Cholesterol Panel Targets
Total Cholesterol: ≤200mg/dL; Triglycerides: ≤150mg/dL; LDL: ≤100mg/dL; HDL: ≥40mg/dL.
Stable Angina
Chest pain that is relieved with rest and considered "safer" compared to unstable angina.
Unstable Angina
Chest pain that is unrelieved by rest and considered "unsafe."
OANM
Treatment protocol for chest pain during an MI: Oxygen, ASA, Nitro (max 3 doses under the tongue), and Morphine (if pain persists after Nitro).
ACE Inhibitors
Antihypertensive drugs ending in "-pril" (e.g., Lisinopril) that lower BP; precautions include angioedema, dry cough, elevated creatinine (0.9−1.2mg/dL), and elevated K+.
Angioedema
A potential side effect of ACE inhibitors characterized by a "thick tongue" and classified as an airway risk.

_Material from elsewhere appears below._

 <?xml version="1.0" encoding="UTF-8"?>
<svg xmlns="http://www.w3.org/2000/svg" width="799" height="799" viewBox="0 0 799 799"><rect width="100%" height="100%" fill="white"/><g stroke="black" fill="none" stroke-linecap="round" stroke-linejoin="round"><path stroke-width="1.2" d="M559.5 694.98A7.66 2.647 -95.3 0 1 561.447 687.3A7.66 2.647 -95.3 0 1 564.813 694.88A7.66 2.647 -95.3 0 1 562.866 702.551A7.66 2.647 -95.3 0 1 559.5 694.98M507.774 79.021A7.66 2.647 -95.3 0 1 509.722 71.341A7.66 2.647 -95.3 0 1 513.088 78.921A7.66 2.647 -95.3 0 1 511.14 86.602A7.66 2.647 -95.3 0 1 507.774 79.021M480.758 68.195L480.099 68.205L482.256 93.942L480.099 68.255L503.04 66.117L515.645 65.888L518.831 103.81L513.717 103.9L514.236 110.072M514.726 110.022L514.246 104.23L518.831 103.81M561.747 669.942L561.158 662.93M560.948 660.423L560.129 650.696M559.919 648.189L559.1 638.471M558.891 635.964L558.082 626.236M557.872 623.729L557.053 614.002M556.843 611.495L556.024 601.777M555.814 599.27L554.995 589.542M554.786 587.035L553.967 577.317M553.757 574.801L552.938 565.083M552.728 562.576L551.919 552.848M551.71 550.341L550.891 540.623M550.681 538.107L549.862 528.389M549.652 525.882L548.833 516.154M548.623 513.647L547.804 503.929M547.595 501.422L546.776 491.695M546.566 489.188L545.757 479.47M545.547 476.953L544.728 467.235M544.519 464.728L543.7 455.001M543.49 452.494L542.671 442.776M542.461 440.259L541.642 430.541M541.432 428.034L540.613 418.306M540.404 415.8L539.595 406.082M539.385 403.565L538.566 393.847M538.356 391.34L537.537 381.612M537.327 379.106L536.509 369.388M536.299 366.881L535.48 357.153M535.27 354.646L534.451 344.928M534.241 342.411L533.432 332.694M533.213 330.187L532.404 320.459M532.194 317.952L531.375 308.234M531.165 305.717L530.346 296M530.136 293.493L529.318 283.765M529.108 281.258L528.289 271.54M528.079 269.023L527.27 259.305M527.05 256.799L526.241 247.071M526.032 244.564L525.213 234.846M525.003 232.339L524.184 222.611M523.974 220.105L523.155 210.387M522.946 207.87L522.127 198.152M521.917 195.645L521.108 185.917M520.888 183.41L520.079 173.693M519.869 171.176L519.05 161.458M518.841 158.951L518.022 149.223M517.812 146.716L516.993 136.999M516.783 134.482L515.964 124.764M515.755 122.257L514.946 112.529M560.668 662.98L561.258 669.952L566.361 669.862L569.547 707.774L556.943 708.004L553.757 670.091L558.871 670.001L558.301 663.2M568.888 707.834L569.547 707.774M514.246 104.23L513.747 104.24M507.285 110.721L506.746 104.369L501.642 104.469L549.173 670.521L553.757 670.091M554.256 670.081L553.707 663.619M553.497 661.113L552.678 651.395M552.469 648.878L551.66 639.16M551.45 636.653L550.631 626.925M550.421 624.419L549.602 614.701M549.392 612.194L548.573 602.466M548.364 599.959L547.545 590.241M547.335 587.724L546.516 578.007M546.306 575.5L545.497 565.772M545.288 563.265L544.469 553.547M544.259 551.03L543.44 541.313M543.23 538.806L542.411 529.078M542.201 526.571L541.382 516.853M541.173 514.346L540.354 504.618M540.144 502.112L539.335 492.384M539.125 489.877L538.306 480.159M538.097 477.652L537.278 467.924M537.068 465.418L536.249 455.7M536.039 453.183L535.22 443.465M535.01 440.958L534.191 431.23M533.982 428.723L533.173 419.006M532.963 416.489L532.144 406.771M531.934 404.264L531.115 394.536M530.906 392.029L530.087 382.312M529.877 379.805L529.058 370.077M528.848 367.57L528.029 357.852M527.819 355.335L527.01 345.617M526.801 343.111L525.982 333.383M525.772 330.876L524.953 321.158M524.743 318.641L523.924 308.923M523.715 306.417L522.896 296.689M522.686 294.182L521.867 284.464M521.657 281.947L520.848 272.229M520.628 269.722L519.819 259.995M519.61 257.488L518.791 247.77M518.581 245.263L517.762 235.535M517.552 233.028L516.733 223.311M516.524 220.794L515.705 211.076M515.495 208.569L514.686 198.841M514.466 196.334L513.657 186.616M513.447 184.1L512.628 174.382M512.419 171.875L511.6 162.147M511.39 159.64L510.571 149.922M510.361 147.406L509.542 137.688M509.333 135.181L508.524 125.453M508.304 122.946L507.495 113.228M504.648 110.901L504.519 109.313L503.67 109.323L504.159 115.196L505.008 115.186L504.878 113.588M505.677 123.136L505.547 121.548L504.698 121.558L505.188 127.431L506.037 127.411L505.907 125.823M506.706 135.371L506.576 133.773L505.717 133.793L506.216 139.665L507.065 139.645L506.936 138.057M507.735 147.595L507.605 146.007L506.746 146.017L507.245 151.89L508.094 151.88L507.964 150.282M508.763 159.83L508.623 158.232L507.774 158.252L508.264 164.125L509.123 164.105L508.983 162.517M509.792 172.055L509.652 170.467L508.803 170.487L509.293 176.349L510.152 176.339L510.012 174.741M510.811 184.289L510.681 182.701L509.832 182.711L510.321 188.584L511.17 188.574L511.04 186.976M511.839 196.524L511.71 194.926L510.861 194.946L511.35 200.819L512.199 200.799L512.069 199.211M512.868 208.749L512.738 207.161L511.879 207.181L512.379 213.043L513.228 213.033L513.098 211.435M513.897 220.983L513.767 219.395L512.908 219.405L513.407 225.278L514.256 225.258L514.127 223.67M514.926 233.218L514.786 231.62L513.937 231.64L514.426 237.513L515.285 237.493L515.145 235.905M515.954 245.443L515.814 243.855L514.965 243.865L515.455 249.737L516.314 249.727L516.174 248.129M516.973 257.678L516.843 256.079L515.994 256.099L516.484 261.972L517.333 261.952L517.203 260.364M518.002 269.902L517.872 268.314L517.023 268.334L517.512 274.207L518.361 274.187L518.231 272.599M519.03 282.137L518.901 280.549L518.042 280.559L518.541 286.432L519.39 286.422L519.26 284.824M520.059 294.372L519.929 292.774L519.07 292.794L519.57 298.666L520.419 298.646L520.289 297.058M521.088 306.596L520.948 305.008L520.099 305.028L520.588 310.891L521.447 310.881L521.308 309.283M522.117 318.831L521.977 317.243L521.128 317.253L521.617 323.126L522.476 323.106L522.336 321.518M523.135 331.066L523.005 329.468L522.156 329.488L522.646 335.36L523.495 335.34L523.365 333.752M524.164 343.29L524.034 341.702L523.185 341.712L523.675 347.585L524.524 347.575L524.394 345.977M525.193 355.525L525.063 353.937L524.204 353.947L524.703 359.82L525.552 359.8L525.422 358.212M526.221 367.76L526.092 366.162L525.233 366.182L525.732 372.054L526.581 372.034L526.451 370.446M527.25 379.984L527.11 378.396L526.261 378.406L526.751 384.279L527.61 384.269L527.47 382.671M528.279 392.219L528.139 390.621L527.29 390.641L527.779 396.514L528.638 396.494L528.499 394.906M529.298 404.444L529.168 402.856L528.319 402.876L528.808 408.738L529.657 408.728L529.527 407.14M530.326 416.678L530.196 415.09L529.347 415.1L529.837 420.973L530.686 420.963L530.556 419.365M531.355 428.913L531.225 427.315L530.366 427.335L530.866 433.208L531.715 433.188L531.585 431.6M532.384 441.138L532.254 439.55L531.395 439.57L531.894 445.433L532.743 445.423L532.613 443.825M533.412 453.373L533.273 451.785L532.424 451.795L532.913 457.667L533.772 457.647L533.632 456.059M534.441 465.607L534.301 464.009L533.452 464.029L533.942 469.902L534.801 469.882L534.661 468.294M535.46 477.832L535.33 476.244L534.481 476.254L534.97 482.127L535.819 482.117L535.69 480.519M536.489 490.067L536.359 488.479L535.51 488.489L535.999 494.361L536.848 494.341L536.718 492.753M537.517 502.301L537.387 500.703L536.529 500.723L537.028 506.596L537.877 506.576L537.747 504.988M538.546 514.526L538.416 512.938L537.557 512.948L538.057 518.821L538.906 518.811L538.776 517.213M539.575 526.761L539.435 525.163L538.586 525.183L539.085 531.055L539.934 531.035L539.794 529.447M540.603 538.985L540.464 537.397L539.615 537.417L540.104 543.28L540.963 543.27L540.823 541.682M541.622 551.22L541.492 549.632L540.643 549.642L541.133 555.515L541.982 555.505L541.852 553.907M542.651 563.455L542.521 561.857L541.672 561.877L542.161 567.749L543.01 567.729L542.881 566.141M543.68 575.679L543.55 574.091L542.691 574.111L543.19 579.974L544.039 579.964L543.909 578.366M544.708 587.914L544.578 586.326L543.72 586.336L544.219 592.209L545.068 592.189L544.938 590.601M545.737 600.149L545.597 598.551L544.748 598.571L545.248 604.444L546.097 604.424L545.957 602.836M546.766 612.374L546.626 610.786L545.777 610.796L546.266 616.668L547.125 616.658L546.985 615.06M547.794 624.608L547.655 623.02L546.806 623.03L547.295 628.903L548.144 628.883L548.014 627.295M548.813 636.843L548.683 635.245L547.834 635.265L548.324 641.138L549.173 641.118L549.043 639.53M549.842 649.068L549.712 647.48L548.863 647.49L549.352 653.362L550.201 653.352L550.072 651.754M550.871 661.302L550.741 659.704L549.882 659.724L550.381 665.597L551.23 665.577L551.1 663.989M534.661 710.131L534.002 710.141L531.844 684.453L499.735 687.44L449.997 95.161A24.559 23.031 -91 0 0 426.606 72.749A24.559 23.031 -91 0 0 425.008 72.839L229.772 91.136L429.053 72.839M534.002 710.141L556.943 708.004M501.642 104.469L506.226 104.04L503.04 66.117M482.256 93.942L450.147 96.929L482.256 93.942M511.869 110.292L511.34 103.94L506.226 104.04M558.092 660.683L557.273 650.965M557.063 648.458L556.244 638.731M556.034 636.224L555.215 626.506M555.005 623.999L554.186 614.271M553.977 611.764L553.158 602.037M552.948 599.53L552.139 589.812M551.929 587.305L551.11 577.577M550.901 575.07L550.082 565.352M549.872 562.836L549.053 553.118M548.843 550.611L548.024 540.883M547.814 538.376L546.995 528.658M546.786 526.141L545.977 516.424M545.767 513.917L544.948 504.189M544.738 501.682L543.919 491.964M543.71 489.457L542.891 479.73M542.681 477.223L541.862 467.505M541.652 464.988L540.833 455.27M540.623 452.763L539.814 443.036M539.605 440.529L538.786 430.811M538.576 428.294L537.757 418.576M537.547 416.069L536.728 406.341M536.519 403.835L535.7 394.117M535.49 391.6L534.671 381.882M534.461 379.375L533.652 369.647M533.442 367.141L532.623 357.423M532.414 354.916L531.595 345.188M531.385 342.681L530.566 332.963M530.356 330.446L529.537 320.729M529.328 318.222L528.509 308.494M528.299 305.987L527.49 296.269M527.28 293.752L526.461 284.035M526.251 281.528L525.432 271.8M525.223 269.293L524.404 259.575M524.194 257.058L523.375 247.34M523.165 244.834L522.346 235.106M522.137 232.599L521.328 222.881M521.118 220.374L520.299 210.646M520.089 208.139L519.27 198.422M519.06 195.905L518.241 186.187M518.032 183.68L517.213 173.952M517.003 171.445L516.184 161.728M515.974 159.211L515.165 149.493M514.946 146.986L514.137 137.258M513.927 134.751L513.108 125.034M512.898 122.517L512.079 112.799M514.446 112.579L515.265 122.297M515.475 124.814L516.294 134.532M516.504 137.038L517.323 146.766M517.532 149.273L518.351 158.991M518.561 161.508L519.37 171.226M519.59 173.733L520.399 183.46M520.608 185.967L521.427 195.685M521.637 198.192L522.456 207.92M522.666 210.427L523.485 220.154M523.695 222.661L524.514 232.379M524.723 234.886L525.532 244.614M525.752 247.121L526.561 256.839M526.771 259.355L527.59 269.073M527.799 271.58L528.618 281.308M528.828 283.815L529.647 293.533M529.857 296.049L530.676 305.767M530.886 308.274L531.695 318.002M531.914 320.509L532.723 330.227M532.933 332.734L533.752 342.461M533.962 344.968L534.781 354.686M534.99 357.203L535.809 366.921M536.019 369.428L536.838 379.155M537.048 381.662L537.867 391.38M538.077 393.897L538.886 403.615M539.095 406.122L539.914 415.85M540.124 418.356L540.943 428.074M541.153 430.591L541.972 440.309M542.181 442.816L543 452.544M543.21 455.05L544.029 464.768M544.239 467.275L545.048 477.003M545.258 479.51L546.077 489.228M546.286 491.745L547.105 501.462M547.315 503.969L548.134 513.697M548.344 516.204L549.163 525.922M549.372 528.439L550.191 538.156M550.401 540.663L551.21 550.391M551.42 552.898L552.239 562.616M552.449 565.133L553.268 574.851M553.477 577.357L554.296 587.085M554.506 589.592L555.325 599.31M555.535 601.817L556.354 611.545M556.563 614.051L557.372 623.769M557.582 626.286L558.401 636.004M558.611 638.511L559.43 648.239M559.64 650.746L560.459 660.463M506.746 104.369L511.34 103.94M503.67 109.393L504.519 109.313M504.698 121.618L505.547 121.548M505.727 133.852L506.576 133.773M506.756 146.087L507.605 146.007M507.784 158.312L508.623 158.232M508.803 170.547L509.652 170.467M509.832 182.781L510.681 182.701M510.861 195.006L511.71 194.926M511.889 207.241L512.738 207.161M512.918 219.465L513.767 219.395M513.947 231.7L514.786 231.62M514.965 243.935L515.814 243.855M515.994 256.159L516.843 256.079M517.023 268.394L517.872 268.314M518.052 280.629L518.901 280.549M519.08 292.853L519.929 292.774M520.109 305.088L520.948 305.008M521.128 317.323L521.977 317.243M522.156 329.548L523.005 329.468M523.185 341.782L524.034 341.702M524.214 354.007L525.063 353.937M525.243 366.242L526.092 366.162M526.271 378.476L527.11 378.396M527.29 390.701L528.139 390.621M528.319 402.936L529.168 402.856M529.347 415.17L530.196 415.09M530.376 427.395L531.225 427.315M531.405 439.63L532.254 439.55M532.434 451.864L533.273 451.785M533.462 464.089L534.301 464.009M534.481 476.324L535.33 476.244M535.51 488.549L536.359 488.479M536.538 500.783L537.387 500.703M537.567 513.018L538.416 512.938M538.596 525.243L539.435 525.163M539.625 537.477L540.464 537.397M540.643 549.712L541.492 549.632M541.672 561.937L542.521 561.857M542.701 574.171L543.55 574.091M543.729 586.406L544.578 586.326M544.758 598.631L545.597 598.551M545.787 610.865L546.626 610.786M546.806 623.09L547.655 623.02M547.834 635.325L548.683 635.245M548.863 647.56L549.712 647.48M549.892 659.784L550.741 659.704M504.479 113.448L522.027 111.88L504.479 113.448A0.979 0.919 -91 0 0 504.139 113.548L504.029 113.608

Hyperkalemia Management (Cardiac)
Monitoring for muscle cramps, peaked T waves, and ST changes when potassium is above the normal range of 3.5−5.0mEq/L.
Heparin
An anticoagulant that prevents clot growth (does not dissolve them) and is monitored via PTT with a therapeutic range of 46−70 seconds.
Protamine Sulfate
The pharmacological antidote used for Heparin.
Beta Blockers
Medications ending in "-lol" (e.g., Atenolol) that lower both BP and HR; contraindicated for bradycardia (HR≤60), wheezing/COPD/Asthma, and can mask low blood sugar signs in diabetics.
Calcium Channel Blockers
Medications like Nifedipine, Diltiazem, and Verapamil that lower both BP and HR; -dipine "declines BP/HR," -zem is "zen yoga," and -amil "chills" the heart.
Vasodilators
Drugs like Isosorbide and Nitroprusside (for HTN crisis) that provide O2 to the heart; they must never be taken with "-afil" drugs (e.g., Sildenafil) due to death risk.